A few days ago I saw a subscription, a post from an old friend of mine, an entry that struck some chords with me. So I thought I’d write some kind of short response-ish thing with some thoughts I had while and after reading that post, because…well. Figured it deserved a response, b/c it might do some good. Figured that at the very least, if I don’t write, who’d ever know? Better to try than keep wondering what if.
I don’t understand much of how I think or feel all too often. But reading your words–about mood swings, from super happy to super depressed because of one thing or another–they sound familiar in some ways. Even more than that, the depressed feeling, sad thoughts, feeling guilty for feeling bad…it’s weird that it sounds so familiar. Weird that as I read about the world not caring enough, about everyone feeling hurt but not doing anything about, about not being worth another person’s time or consider…it’s weird that I think, “was there, felt that.” am there, feel that.
“Is it that hard to simply love everyone, put others in front of you once in awhile?”
More and more, I get the feeling that some people…don’t seem able to do that, to put others in front of themselves even a little bit. Some people just go about doing their own thing, don’t notice the things others try to help them with, don’t appreciate the good things their friends do for them, possibly because that kind of consideration, that level of care, if you will, is something foreign, or at least not part of their lives. Some friends notice–and appreciate–when you, say, wash the plate you used at their home. Different friends might not even notice. Some roommates appreciate when they’re trying to sleep and you turn off your lights even though you’re still up. Other roommates don’t notice, and don’t return the consideration. Sometimes I get annoyed at my roommate for things he does that aren’t very “considerate”, but at the same time I’m mentally shaking my head I try reminding myself that it’s not like he’s purposely being inconsiderate…I think. It’s just that he and it seems a lot of other people just don’t see the world the same way. Not to give other people an excuse, but just something of the reasoning I see.
I think…there are still days when I’m just down, when despite the many blessings I have and try to remind myself of, I’m still depressed. If anything helps during those moments, I think it’s reminders that other people do care. Maybe not all friends, but just…some of them. Knowing that there are some people who understand you, or who at least care…little reminders of that help keep me warm on cold days.

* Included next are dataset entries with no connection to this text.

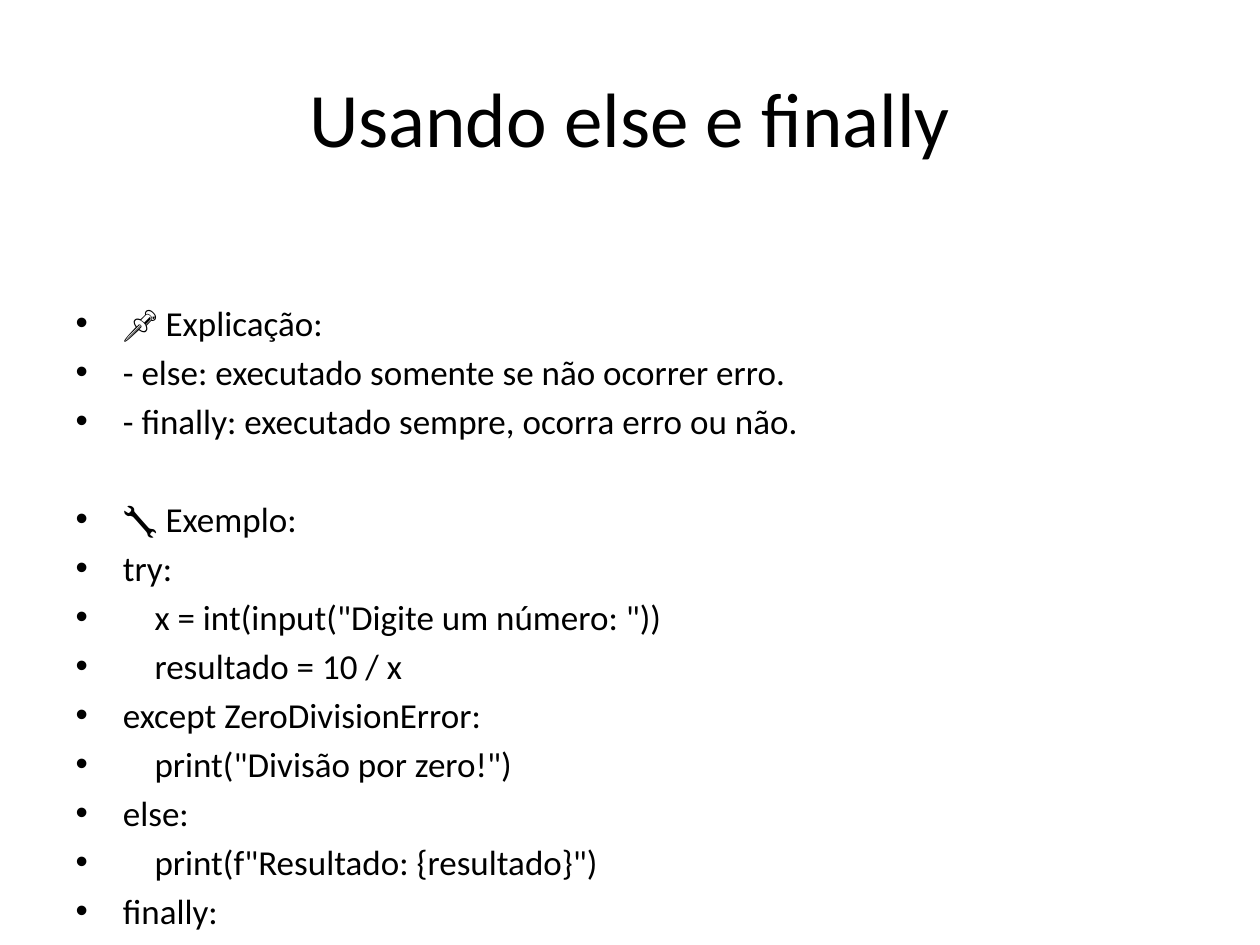
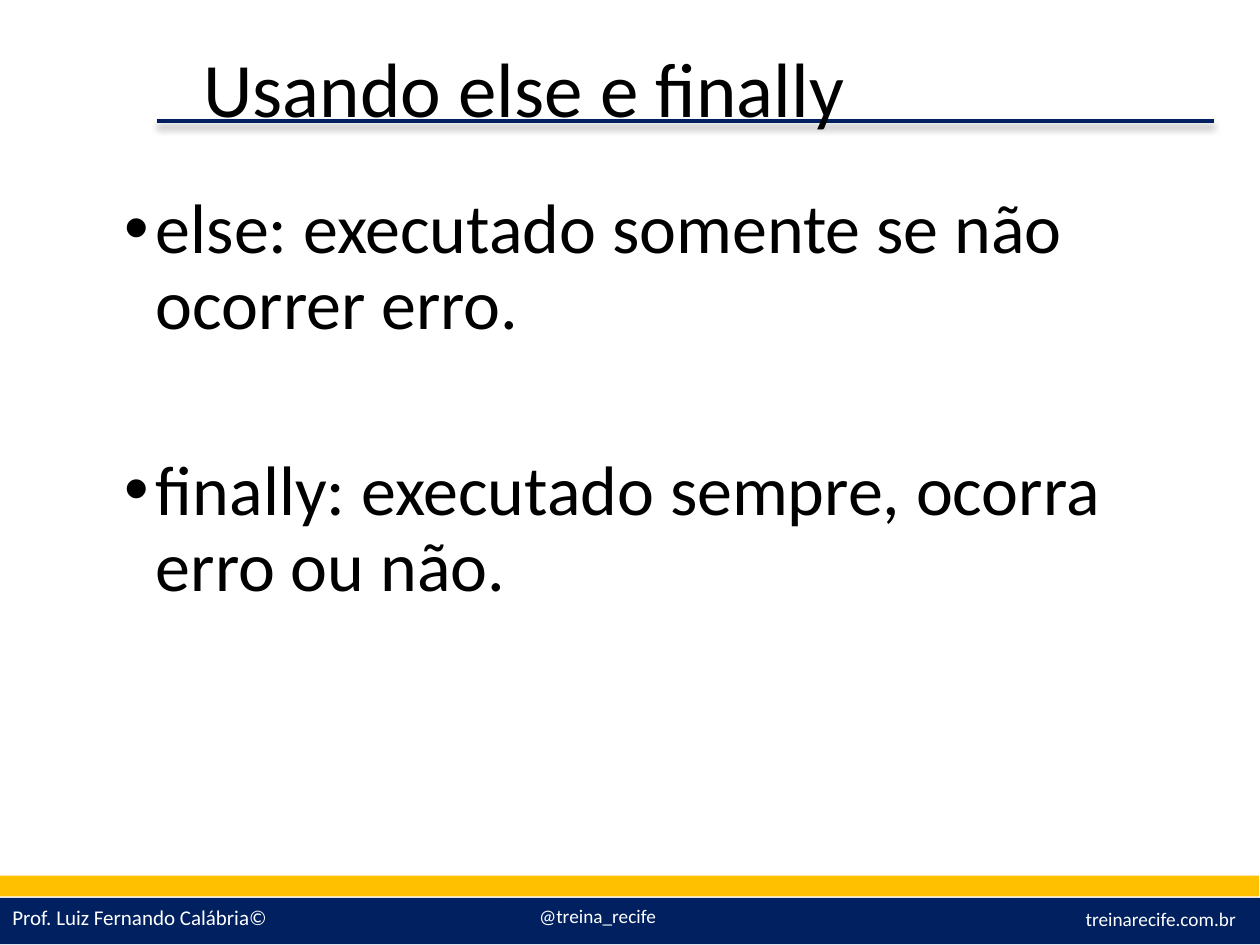
Before and after one commit to lfcalabria/pythonbasico, a slide deck: slide 4 of Apresentações/08 - Tratamento de Erros.pptx (slide 3 before the commit). Drawn at 1260x945 pixels with LibreOffice and Linux fonts; fonts in the diff are those of the drawing; background and template pictures are left out. Boxes give left, top, right and bottom in pixels: in the first picture for what was removed or moved away, otherwise in the second. Text is boxed around its words. In the diff, an @@ line names an element or a change of style, - is before the commit and + after.

Commit message:
Tratamento de Erro e Funções

```diff
--- a/Apresentações/08 - Tratamento de Erros.pptx
+++ b/Apresentações/08 - Tratamento de Erros.pptx
@@ title "Usando else e finally": place and size @@
-title "Usando else e finally" at [309, 93, 950, 160]
+title "Usando else e finally" at [203, 63, 844, 130]
@@ title "Usando else e finally" at [203, 63, 844, 130]: alignment centre to left; line spacing 1 to 0.9; vertical alignment middle to top @@
@@ line added from (156, 121) to (1215, 121), #002060 2.25 pt @@
@@ text at [156, 204, 1100, 592]: text changed; size 20 to 40 pt @@
-• 📌 Explicação:
-• - else: executado somente se não ocorrer erro.
-• - finally: executado sempre, ocorra erro ou não.
-• 🔧 Exemplo:
-• try:
-• x = int(input("Digite um número: "))
-• resultado = 10 / x
-• except ZeroDivisionError:
-• print("Divisão por zero!")
-• else:
-• print(f"Resultado: {resultado}")
-• finally:
-• print("Operação finalizada.")
+• else: executado somente se não ocorrer erro.
+• finally: executado sempre, ocorra erro ou não.
@@ rectangle added at [0, 876, 1259, 897], fill #FFC000 @@
@@ rectangle added at [0, 898, 1260, 945], fill #002060 @@
@@ text added at [12, 910, 267, 925], 12 pt, text #FFFFFF @@
+Prof. Luiz Fernando Calábria©
@@ text added at [539, 909, 656, 926], 11 pt, text #FFFFFF @@
+@treina_recife
@@ text added at [1086, 912, 1236, 926], 11 pt, text #FFFFFF @@
+treinarecife.com.br
```
Also in this commit, not shown: 3 other slides changed, 3 slides added, 1 slide removed, 13 other files.

I don’t know if “selfishness” is really important…I’m reminded by arguments that everyone is technically selfish, but that there’s good selfishness and bad selfishness, and that the term itself just has negative connotations. *shrug*
I agree with you in that I don’t believe the whole world is selfish (or at least, that there’s no one who cares about others beside themselves). We meet all sorts of characters in our lives, some whose weirdness is in some way compatible with ours who we grow to call friends, and others whose weirdness is a bit too much. In my own life I feel like I meet all too many of the latter kind, all too many wacky people who, while not always “bad” people, just…don’t hit it off right, people who I would just prefer not to be around.
But once in a while, I get lucky and meet people who see the world in some of the same ways, who understand things the way I do, people who do notice and appreciate. It doesn’t happen often, but I know it can happen, and it’s always a surprise. It’s always a pleasant surprise to meet just the right kind of “interesting” person, the kind who makes up for all the other wackos before her/him. In a way, I live for those moments, or at least look forwards to them, haha.
Needing help…I dunno. More people who care, maybe? But there’re definitely people who care about your well-being. I try never to forget the people who’ve cared b/c they’re the ones who’ve made the biggest differences in my life. That’s one of the few things I’ve learned about myself these past years.
I hope you don’t stop caring or believing that there’s good to be found out in the world–like you said, you just need to meet them. So I hope life gets happier! Meaning, I hope you have fewer “down” moments and more up moments. There’s so much hot chocolate to drink, so many naps to take, so many meteor showers to watch…so much life to be lived. We’ve only got one life, after all…or so I tell myself on my own gloomy days. But I think you might know that better than I anyway.
i remind myself every day to focus….appreciate…care. taking it all one step at a time to see where things go.